START Records to use

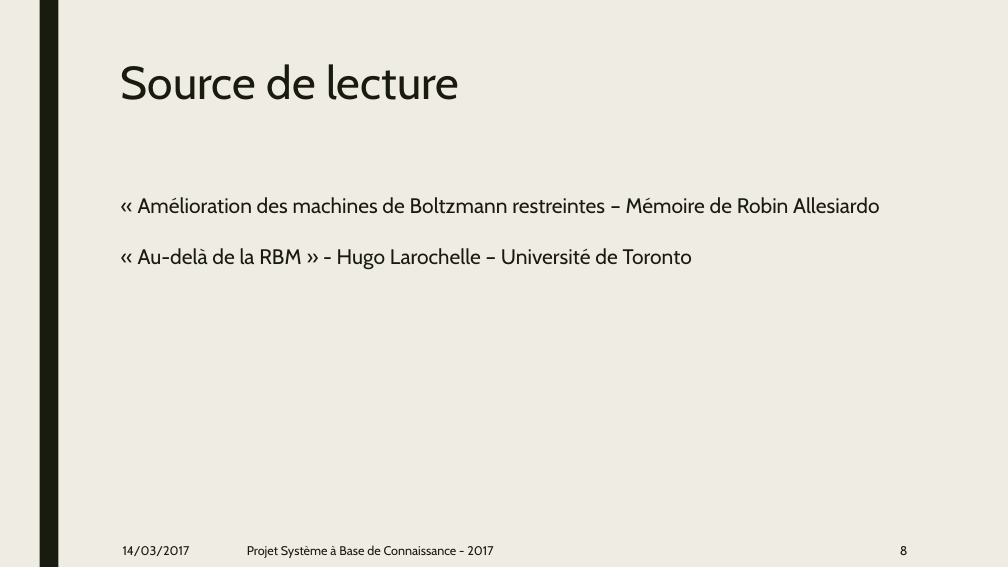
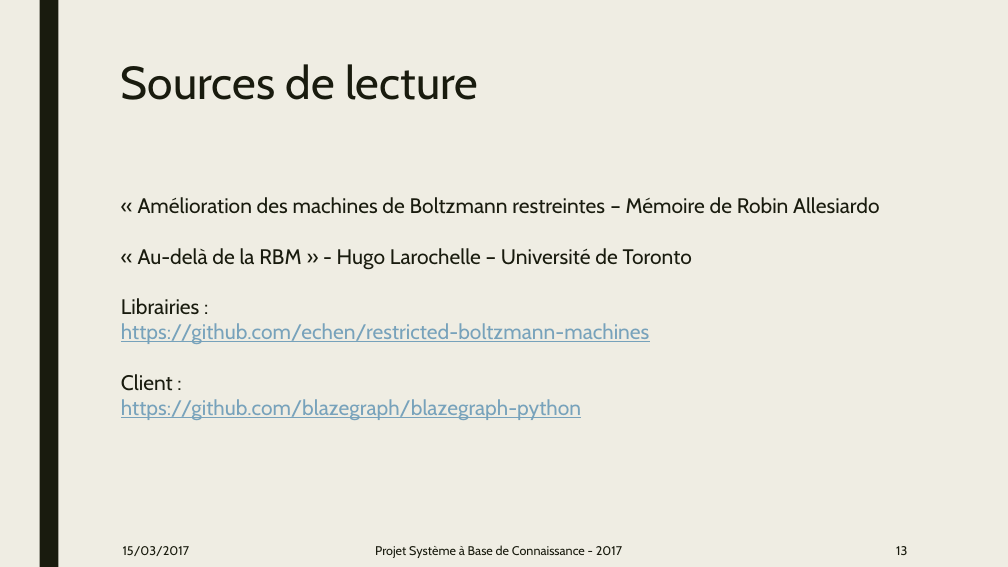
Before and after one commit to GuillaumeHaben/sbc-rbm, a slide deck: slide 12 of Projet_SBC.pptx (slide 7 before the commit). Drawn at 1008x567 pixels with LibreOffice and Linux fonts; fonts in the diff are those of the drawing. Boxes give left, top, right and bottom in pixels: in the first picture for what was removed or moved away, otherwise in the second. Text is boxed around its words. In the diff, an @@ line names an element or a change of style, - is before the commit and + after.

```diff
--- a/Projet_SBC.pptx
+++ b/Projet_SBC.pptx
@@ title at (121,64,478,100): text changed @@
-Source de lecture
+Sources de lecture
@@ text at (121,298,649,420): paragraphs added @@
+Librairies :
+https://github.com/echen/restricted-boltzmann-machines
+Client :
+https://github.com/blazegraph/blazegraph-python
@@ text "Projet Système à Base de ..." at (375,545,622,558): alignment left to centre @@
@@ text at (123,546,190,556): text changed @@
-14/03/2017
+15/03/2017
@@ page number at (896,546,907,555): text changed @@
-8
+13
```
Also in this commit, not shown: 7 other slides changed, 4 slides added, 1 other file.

END Records to use

• **What is needed**
Exactly as they appear above, give the records again, without their pictures.

• **Answer box**
Before and after one commit to GuillaumeHaben/sbc-rbm, a slide deck: slide 12 of Projet_SBC.pptx (slide 7 before the commit). Drawn at 1008x567 pixels with LibreOffice and Linux fonts; fonts in the diff are those of the drawing. Boxes give left, top, right and bottom in pixels: in the first picture for what was removed or moved away, otherwise in the second. Text is boxed around its words. In the diff, an @@ line names an element or a change of style, - is before the commit and + after.

```diff
--- a/Projet_SBC.pptx
+++ b/Projet_SBC.pptx
@@ title at (121,64,478,100): text changed @@
-Source de lecture
+Sources de lecture
@@ text at (121,298,649,420): paragraphs added @@
+Librairies :
+https://github.com/echen/restricted-boltzmann-machines
+Client :
+https://github.com/blazegraph/blazegraph-python
@@ text "Projet Système à Base de ..." at (375,545,622,558): alignment left to centre @@
@@ text at (123,546,190,556): text changed @@
-14/03/2017
+15/03/2017
@@ page number at (896,546,907,555): text changed @@
-8
+13
```
Also in this commit, not shown: 7 other slides changed, 4 slides added, 1 other file.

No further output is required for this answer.